Laura Erickson's For the Birds

Wednesday, November 21, 2012


Brant at Park Point

This morning Shawn Zierman, a Minnesota birder, found a Brant on the ball field at Park Point. He immediately called Sparky Stensaas who sent the word out on the MOU listserv. The moment I got the email, I grabbed my camera, hopped in my car, and drove straight to Park Point.

Brants are geese who breed on the tundra and normally spend their winters in salt water. There are two forms that used to be considered separate species—the dark-bellied one winters along the Pacific coast and the light-bellied one along the Atlantic. A lot of Atlantic birds were displaced following Hurricane Sandy, apparently including this one. It was hanging out in a flock of Canada Geese, and looked surprisingly tiny next to them. All the birds were grazing on the lawn , but this one seemed hungriest—even as the flock started moseying along, this one kept gobbling down grass even as it kept up with the others.

In winter, Brants usually feed on marine plants and short native vegetation, but eastern birds have adapted to eating lawn grasses as well, which is lucky since this poor bird is a long way from any marine plants. I always have sort of a sick feeling about birds far from their natural range, but this one probably has as good a chance as any bird of finding its way home. 

Brant at Park Point

It does seem a bit troubling that it was the only one of its kind in the flock—like other geese, Brant mate for life, and young birds remain with their parents through fall migration and often through the entire winter, so this bird was either separated from its family or the others were killed in the storm. Brants do tend to return faithfully to the same breeding and wintering grounds, and once lost birds get their bearings, they usually easily find their way home, so if this bird is a paired adult, it may well return to its territory in spring, and if its mate survived the storm, they may end up back together. If it’s a first-year bird, it should at least eventually find its way to the area where it was raised.

Brant families remind me of my own family on my mother’s side. Like more than one of my relatives, Brant pairs stick together through thick and thin over many years, yet have a tendency to stray now and then—the average female Brant  visits one or more males other than her mate during each nesting season. (Ornithologists keep track of her comings and goings by taking DNA samples of offspring, but obviously the males are mating with them.) Like my relatives, Brant families hang out with family and neighbors, and sometimes one pair will stick around minding everyone’s offspring while the other pairs wander off, maybe taking in a movie or wandering over the tundra to get away from the commotion or responsibilities for a while. Goslings and parents do recognize one another, and at the end of a big get together, the families sort themselves out the way my cousins and we did after a long visit.

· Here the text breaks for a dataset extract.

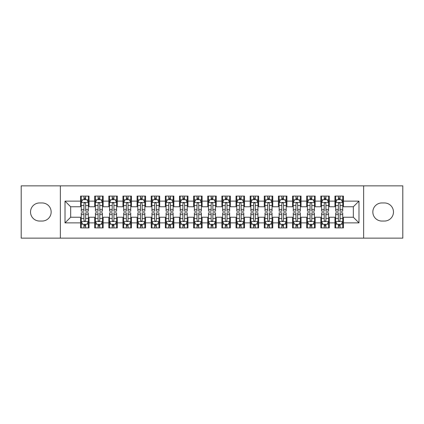 <?xml version="1.0" encoding="UTF-8"?>
<svg xmlns="http://www.w3.org/2000/svg" width="424" height="424" viewBox="0 0 424 424"><rect width="100%" height="100%" fill="white"/><g stroke="black" fill="none" stroke-linecap="round" stroke-linejoin="round"><path stroke-width="0.64" d="M363.649 238.145L402.8 238.145L402.8 185.855L363.649 185.855L363.649 238.145L60.351 238.145L60.351 185.855L21.2 185.855L21.2 238.145L60.351 238.145M363.649 185.855L60.351 185.855M65.015 222.881L65.015 201.119L80.56 201.119L80.56 206.769L70.665 206.769L70.665 217.231L65.015 222.881L80.56 222.881L80.56 227.9L89.04 227.9L89.04 222.881L94.695 222.881L94.695 227.9L103.175 227.9L103.175 222.881L108.825 222.881L108.825 227.9L117.305 227.9L117.305 222.881L122.96 222.881L122.96 227.9L131.44 227.9L131.44 222.881L137.095 222.881L137.095 227.9L145.575 227.9L145.575 222.881L151.225 222.881L151.225 227.9L159.705 227.9L159.705 222.881L165.36 222.881L165.36 227.9L173.84 227.9L173.84 222.881L179.495 222.881L179.495 227.9L187.975 227.9L187.975 222.881L193.625 222.881L193.625 227.9L202.105 227.9L202.105 222.881L207.76 222.881L207.76 227.9L216.24 227.9L216.24 222.881L221.895 222.881L221.895 227.9L230.375 227.9L230.375 222.881L236.025 222.881L236.025 227.9L244.505 227.9L244.505 222.881L250.16 222.881L250.16 227.9L258.64 227.9L258.64 222.881L264.295 222.881L264.295 227.9L272.775 227.9L272.775 222.881L278.425 222.881L278.425 227.9L286.905 227.9L286.905 222.881L292.56 222.881L292.56 227.9L301.04 227.9L301.04 222.881L306.695 222.881L306.695 227.9L315.175 227.9L315.175 222.881L320.825 222.881L320.825 227.9L329.305 227.9L329.305 222.881L334.96 222.881L334.96 227.9L343.44 227.9L343.44 217.231L353.335 217.231L353.335 206.769L343.44 206.769L343.44 201.119L358.985 201.119L358.985 222.881L343.44 222.881M343.44 201.119L343.44 196.1L334.96 196.1L334.96 201.119L329.305 201.119L329.305 196.1L320.825 196.1L320.825 201.119L315.175 201.119L315.175 196.1L306.695 196.1L306.695 201.119L301.04 201.119L301.04 196.1L292.56 196.1L292.56 201.119L286.905 201.119L286.905 196.1L278.425 196.1L278.425 201.119L272.775 201.119L272.775 196.1L264.295 196.1L264.295 201.119L258.64 201.119L258.64 196.1L250.16 196.1L250.16 201.119L244.505 201.119L244.505 196.1L236.025 196.1L236.025 201.119L230.375 201.119L230.375 196.1L221.895 196.1L221.895 201.119L216.24 201.119L216.24 196.1L207.76 196.1L207.76 201.119L202.105 201.119L202.105 196.1L193.625 196.1L193.625 201.119L187.975 201.119L187.975 196.1L179.495 196.1L179.495 201.119L173.84 201.119L173.84 196.1L165.36 196.1L165.36 201.119L159.705 201.119L159.705 196.1L151.225 196.1L151.225 201.119L145.575 201.119L145.575 196.1L137.095 196.1L137.095 201.119L131.44 201.119L131.44 196.1L122.96 196.1L122.96 201.119L117.305 201.119L117.305 196.1L108.825 196.1L108.825 201.119L103.175 201.119L103.175 196.1L94.695 196.1L94.695 201.119L89.04 201.119L89.04 196.1L80.56 196.1L80.56 201.119M329.305 222.881L329.305 217.231L334.96 217.231L334.96 222.881M358.985 201.119L353.335 206.769M315.175 222.881L315.175 217.231L320.825 217.231L320.825 222.881M334.96 201.119L334.96 206.769L329.305 206.769L329.305 201.119M301.04 222.881L301.04 217.231L306.695 217.231L306.695 222.881M320.825 201.119L320.825 206.769L315.175 206.769L315.175 201.119M286.905 222.881L286.905 217.231L292.56 217.231L292.56 222.881M306.695 201.119L306.695 206.769L301.04 206.769L301.04 201.119M272.775 222.881L272.775 217.231L278.425 217.231L278.425 222.881M292.56 201.119L292.56 206.769L286.905 206.769L286.905 201.119M258.64 222.881L258.64 217.231L264.295 217.231L264.295 222.881M278.425 201.119L278.425 206.769L272.775 206.769L272.775 201.119M244.505 222.881L244.505 217.231L250.16 217.231L250.16 222.881M264.295 201.119L264.295 206.769L258.64 206.769L258.64 201.119M230.375 222.881L230.375 217.231L236.025 217.231L236.025 222.881M250.16 201.119L250.16 206.769L244.505 206.769L244.505 201.119M216.24 222.881L216.24 217.231L221.895 217.231L221.895 222.881M236.025 201.119L236.025 206.769L230.375 206.769L230.375 201.119M202.105 222.881L202.105 217.231L207.76 217.231L207.76 222.881M221.895 201.119L221.895 206.769L216.24 206.769L216.24 201.119M187.975 222.881L187.975 217.231L193.625 217.231L193.625 222.881M207.76 201.119L207.76 206.769L202.105 206.769L202.105 201.119M173.84 222.881L173.84 217.231L179.495 217.231L179.495 222.881M193.625 201.119L193.625 206.769L187.975 206.769L187.975 201.119M159.705 222.881L159.705 217.231L165.36 217.231L165.36 222.881M179.495 201.119L179.495 206.769L173.84 206.769L173.84 201.119M145.575 222.881L145.575 217.231L151.225 217.231L151.225 222.881M165.36 201.119L165.36 206.769L159.705 206.769L159.705 201.119M131.44 222.881L131.44 217.231L137.095 217.231L137.095 222.881M151.225 201.119L151.225 206.769L145.575 206.769L145.575 201.119M117.305 222.881L117.305 217.231L122.96 217.231L122.96 222.881M137.095 201.119L137.095 206.769L131.44 206.769L131.44 201.119M103.175 222.881L103.175 217.231L108.825 217.231L108.825 222.881M122.96 201.119L122.96 206.769L117.305 206.769L117.305 201.119M89.04 222.881L89.04 217.231L94.695 217.231L94.695 222.881M108.825 201.119L108.825 206.769L103.175 206.769L103.175 201.119M70.665 217.231L80.56 217.231L80.56 222.881M94.695 201.119L94.695 206.769L89.04 206.769L89.04 201.119M334.96 199.635L335.665 199.635M342.735 199.635L343.44 199.635M320.825 199.635L321.535 199.635M328.6 199.635L329.305 199.635M306.695 199.635L307.4 199.635M314.465 199.635L315.175 199.635M292.56 199.635L293.265 199.635M300.335 199.635L301.04 199.635M278.425 199.635L279.135 199.635M286.2 199.635L286.905 199.635M264.295 199.635L265 199.635M272.065 199.635L272.775 199.635M250.16 199.635L250.865 199.635M257.935 199.635L258.64 199.635M236.025 199.635L236.735 199.635M243.8 199.635L244.505 199.635M221.895 199.635L222.6 199.635M229.665 199.635L230.375 199.635M207.76 199.635L208.465 199.635M215.535 199.635L216.24 199.635M193.625 199.635L194.335 199.635M201.4 199.635L202.105 199.635M179.495 199.635L180.2 199.635M187.265 199.635L187.975 199.635M165.36 199.635L166.065 199.635M173.135 199.635L173.84 199.635M151.225 199.635L151.935 199.635M159 199.635L159.705 199.635M137.095 199.635L137.8 199.635M144.865 199.635L145.575 199.635M122.96 199.635L123.665 199.635M130.735 199.635L131.44 199.635M108.825 199.635L109.535 199.635M116.6 199.635L117.305 199.635M94.695 199.635L95.4 199.635M102.465 199.635L103.175 199.635M80.56 199.635L81.265 199.635M88.335 199.635L89.04 199.635M80.56 224.365L81.265 224.365M88.335 224.365L89.04 224.365M94.695 224.365L95.4 224.365M102.465 224.365L103.175 224.365M108.825 224.365L109.535 224.365M116.6 224.365L117.305 224.365M122.96 224.365L123.665 224.365M130.735 224.365L131.44 224.365M137.095 224.365L137.8 224.365M144.865 224.365L145.575 224.365M151.225 224.365L151.935 224.365M159 224.365L159.705 224.365M165.36 224.365L166.065 224.365M173.135 224.365L173.84 224.365M179.495 224.365L180.2 224.365M187.265 224.365L187.975 224.365M193.625 224.365L194.335 224.365M201.4 224.365L202.105 224.365M207.76 224.365L208.465 224.365M215.535 224.365L216.24 224.365M221.895 224.365L222.6 224.365M229.665 224.365L230.375 224.365M236.025 224.365L236.735 224.365M243.8 224.365L244.505 224.365M250.16 224.365L250.865 224.365M257.935 224.365L258.64 224.365M264.295 224.365L265 224.365M272.065 224.365L272.775 224.365M278.425 224.365L279.135 224.365M286.2 224.365L286.905 224.365M292.56 224.365L293.265 224.365M300.335 224.365L301.04 224.365M306.695 224.365L307.4 224.365M314.465 224.365L315.175 224.365M320.825 224.365L321.535 224.365M328.6 224.365L329.305 224.365M334.96 224.365L335.665 224.365M342.735 224.365L343.44 224.365M65.015 201.119L70.665 206.769M353.335 217.231L358.985 222.881M39.575 202.953A9.047 9.047 0 0 0 30.528 212A9.047 9.047 0 0 0 39.575 221.047L42.119 221.047A9.047 9.047 0 0 0 51.161 212A9.047 9.047 0 0 0 42.119 202.953L39.575 202.953M384.425 221.047A9.047 9.047 0 0 0 393.472 212A9.047 9.047 0 0 0 384.425 202.953L381.881 202.953A9.047 9.047 0 0 0 372.839 212A9.047 9.047 0 0 0 381.881 221.047L384.425 221.047M85.648 197.939L83.952 197.939M88.335 209.382L85.648 209.382L85.648 211.152L88.335 211.152L88.335 202.529L86.92 199.704L82.68 199.704L81.265 202.529L81.265 211.152L83.952 211.152L83.952 209.382L81.265 209.382M81.265 202.529L81.265 196.1M88.335 202.529L88.335 196.1M83.952 199.704L83.952 196.1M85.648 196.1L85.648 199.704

When I see an off-course bird like this Brant, my motherly anxiety is immediately aroused, but that isn't sensible. The little bird may be over 1500 miles from its normal range, but it seemed perfectly at home here, and once it regains its body fat will most certainly set out and find its way home without some silly human playing mother hen. We only suppose out-of-range wild birds feel bewildered because that's how we would feel in the same situation. Brooks Atkinson wrote, “Although birds coexist with us on this eroded planet, they live independently of us with a self-sufficiency that is almost a rebuke… We are not that self-reliant. We are the ones who have lost our way.”